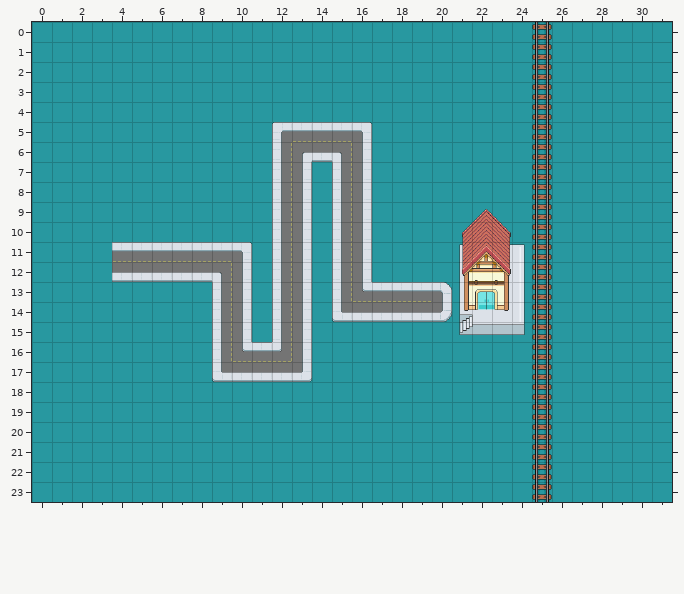
Two states of a Tiled map, assets/textures/level1.tmx. The picture above is the old version.
Cells are 32x32 px. Shown: x 0..31, y 0..23. Tiles whose own drawing changed are shown in their newer look in all pictures.
After:
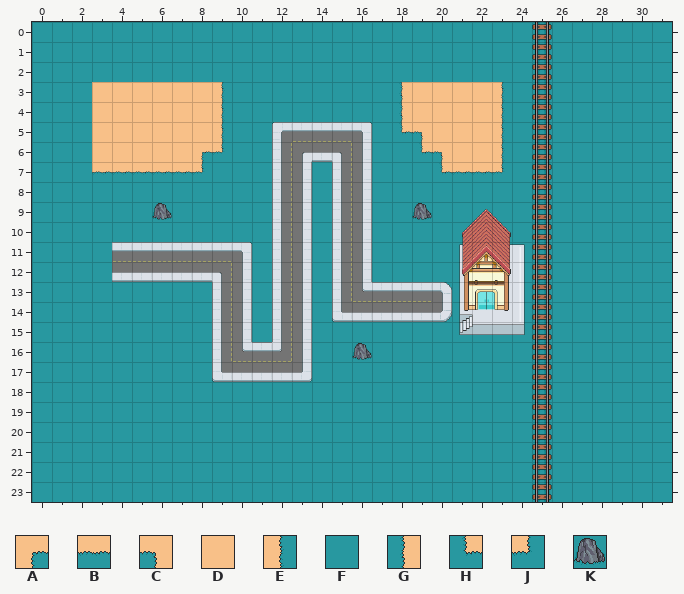
Key: from "taipo-tilesheet": A 0, B 1, C 2, D 6, E 16, F 17, G 18, H 19, J 20, K 37.
_ is an empty cell.
The author wrote: Jazz the place up a bit
Difference:
{"where": "layer \"Tile Layer 1\""}
{"y":3,"x":3,"old":"FFFFFFF","new":"DDDDDDE"}
{"y":3,"x":18,"old":"FFFFFF","new":"GDDDDE"}
{"y":4,"x":3,"old":"FFFFFFF","new":"DDDDDDE"}
{"y":4,"x":18,"old":"FFFFFF","new":"GDDDDE"}
{"y":5,"x":3,"old":"FFFFFFF","new":"DDDDDDE"}
{"y":5,"x":18,"old":"FFFFFF","new":"HCDDDE"}
{"y":6,"x":3,"old":"FFFFFFF","new":"DDDDDAJ"}
{"y":6,"x":19,"old":"FFFFF","new":"HCDDE"}
{"y":7,"x":3,"old":"FFFFFF","new":"BBBBBJ"}
{"y":7,"x":20,"old":"FFFF","new":"HBBJ"}
{"where": "layer \"Tile Layer 2\""}
{"y":9,"x":6,"old":"_","new":"K"}
{"y":9,"x":19,"old":"_","new":"K"}
{"y":16,"x":16,"old":"_","new":"K"}
{"label":"changed","picture_box":[92,82,225,175]}
{"label":"changed","picture_box":[399,82,505,175]}
{"label":"added","picture_box":[152,203,172,220]}
{"label":"added","picture_box":[412,203,432,220]}
{"label":"added","picture_box":[352,343,372,360]}
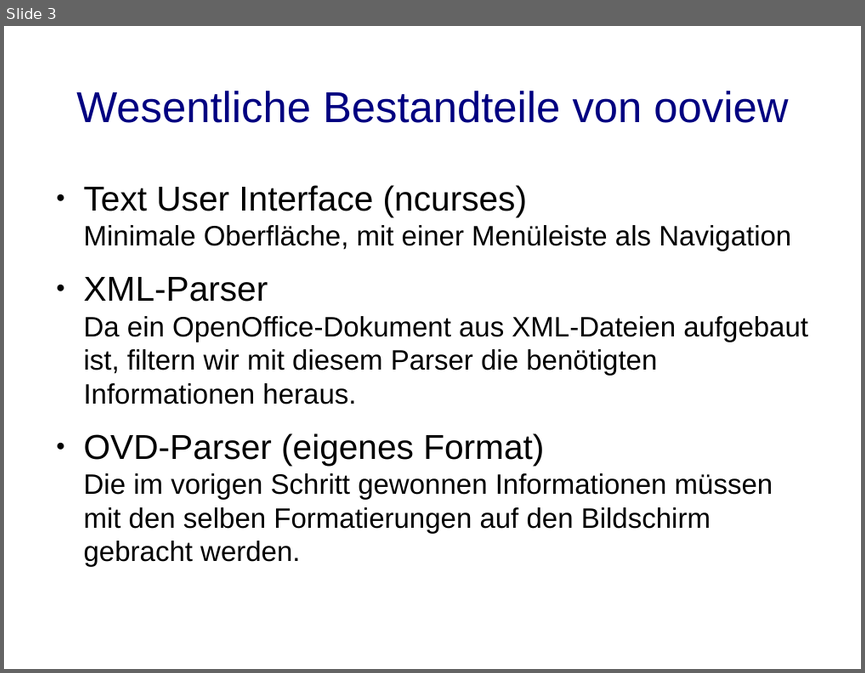
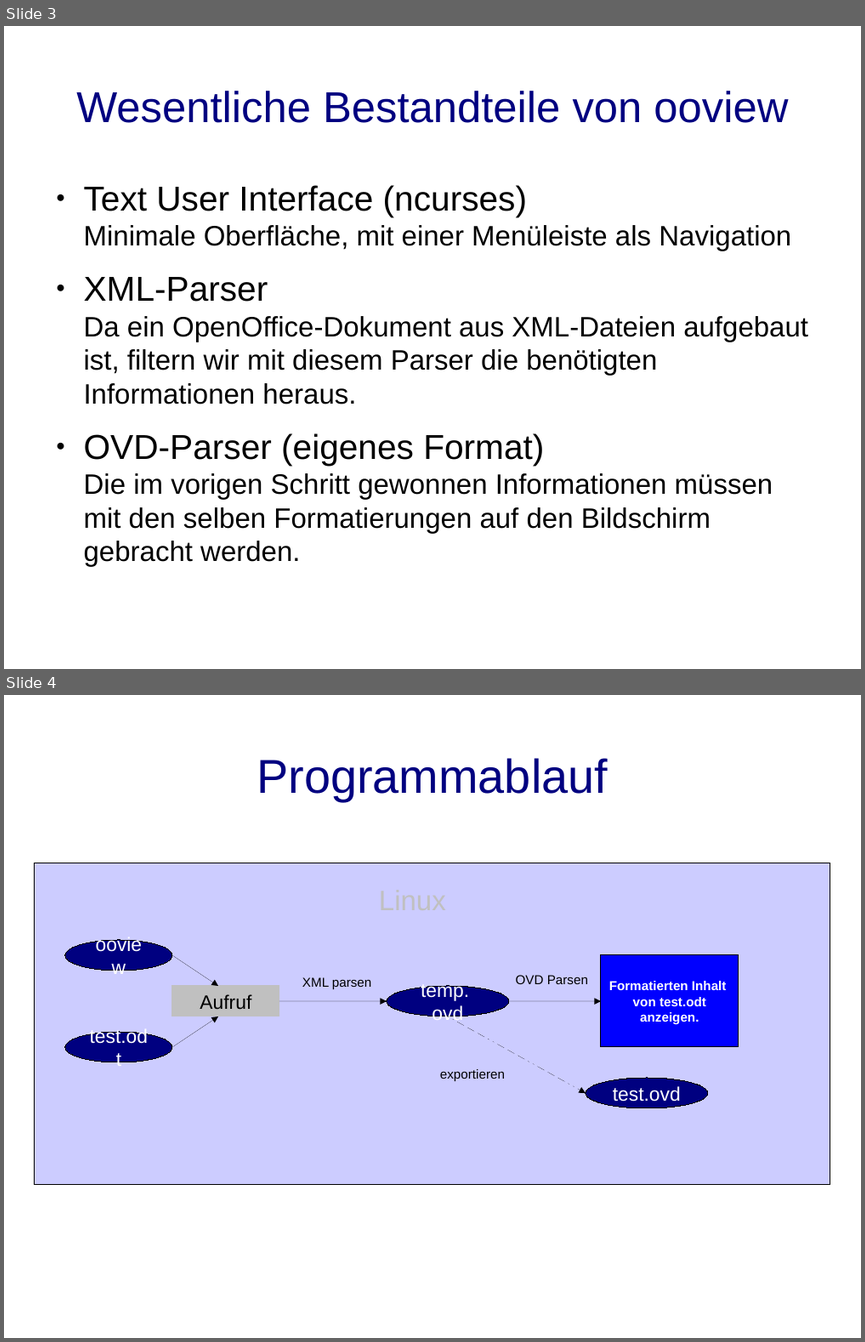
Before and after one commit to BackupTheBerlios/ooview-svn, a slide deck: trunk/docs/presentation.odp. Shown one above the other, each under a label of ours: slide 3 before the commit, slides 3 and 4 after it. The pictures are 865x673 and 865x1342 pixels, drawn with LibreOffice and Linux fonts; fonts in the diff are those of the drawing. Boxes give left, top, right and bottom in pixels: in the first picture for what was removed or moved away, otherwise in the second. Text is boxed around its words. In the diff, an @@ line names an element or a change of style, - is before the commit and + after.

```diff
--- a/trunk/docs/presentation.odp
+++ b/trunk/docs/presentation.odp
@@ slide 4 added at bbox=[4, 695, 861, 1338], background #FFFFFF @@
@@ title added at bbox=[256, 758, 608, 801], 44 pt, text #000080 @@
+Programmablauf
@@ rectangle added at bbox=[35, 863, 830, 1185], fill #CCCCFF, outline #000000 0 pt @@
@@ ellipse added at bbox=[65, 940, 172, 970], fill #000080, outline #000000 0 pt, 18 pt, text #FFFFFF @@
+ooview
@@ arrow added from (172, 955) to (218, 986), #000000 0 pt @@
@@ text added at bbox=[516, 975, 588, 984], 12 pt, text #000000 @@
+OVD Parsen
@@ rectangle added at bbox=[601, 955, 738, 1047], fill #0000FF, outline #000000 0 pt, 12 pt, text #FFFFFF, bold @@
+Formatierten Inhalt
+von test.odt
+anzeigen.
@@ rectangle added at bbox=[172, 986, 280, 1016], fill #C0C0C0, outline #C0C0C0 0 pt, 18 pt, text #000000 @@
+Aufruf
@@ text added at bbox=[302, 977, 372, 989], 12 pt, text #000000 @@
+XML parsen
@@ ellipse added at bbox=[386, 986, 509, 1016], fill #000080, outline #000000 0 pt, 18 pt, text #FFFFFF @@
+temp. ovd
@@ arrow added from (172, 1047) to (218, 1016), #000000 0 pt @@
@@ arrow added from (279, 1001) to (386, 1001), #000000 0 pt @@
@@ arrow added from (448, 1016) to (585, 1093), #000000 0 pt @@
@@ arrow added from (510, 1001) to (601, 1001), #000000 0 pt @@
@@ ellipse added at bbox=[65, 1032, 172, 1062], fill #000080, outline #000000 0 pt, 18 pt, text #FFFFFF @@
+test.odt
@@ text added at bbox=[440, 1069, 505, 1081], 12 pt, text #000000 @@
+exportieren
@@ ellipse added at bbox=[585, 1077, 708, 1108], fill #000080, outline #000000 0 pt, 18 pt, text #FFFFFF @@
+test.ovd
```
Also in this commit, not shown: 1 slide changed, 1 slide removed.
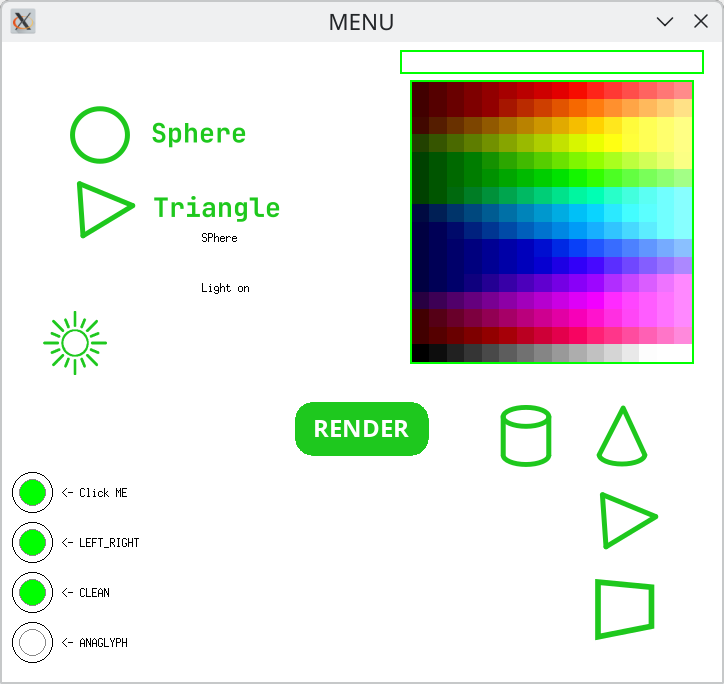
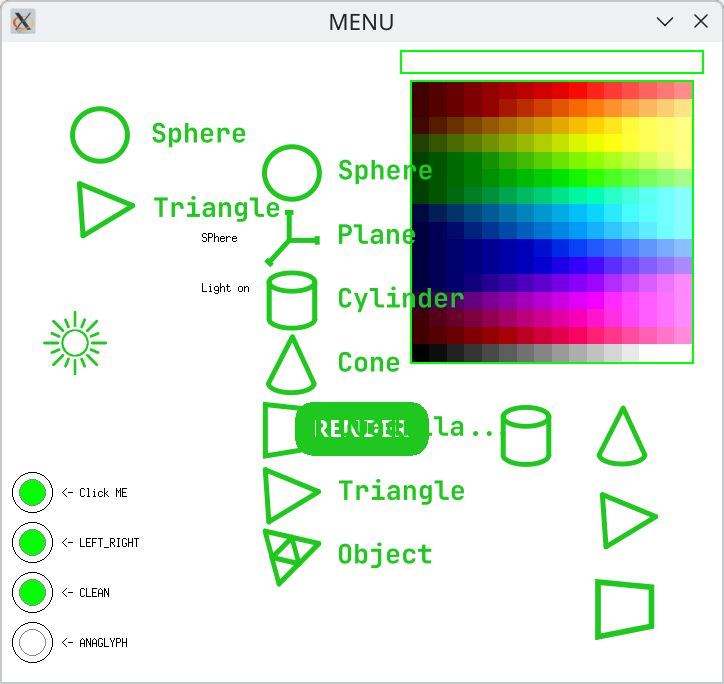
Layered file, before and after one edit (724px x 684px). Changes by layer:
added layer "figures_ext.png" above "menu_wip.png copy" over (262, 144, 506, 587)

WHAT IS BEING ASKED: Search the data above for the string "ooview" and copy each line that has it.

TASK OUTPUT:
Before and after one commit to BackupTheBerlios/ooview-svn, a slide deck: trunk/docs/presentation.odp. Shown one above the other, each under a label of ours: slide 3 before the commit, slides 3 and 4 after it. The pictures are 865x673 and 865x1342 pixels, drawn with LibreOffice and Linux fonts; fonts in the diff are those of the drawing. Boxes give left, top, right and bottom in pixels: in the first picture for what was removed or moved away, otherwise in the second. Text is boxed around its words. In the diff, an @@ line names an element or a change of style, - is before the commit and + after.
+ooview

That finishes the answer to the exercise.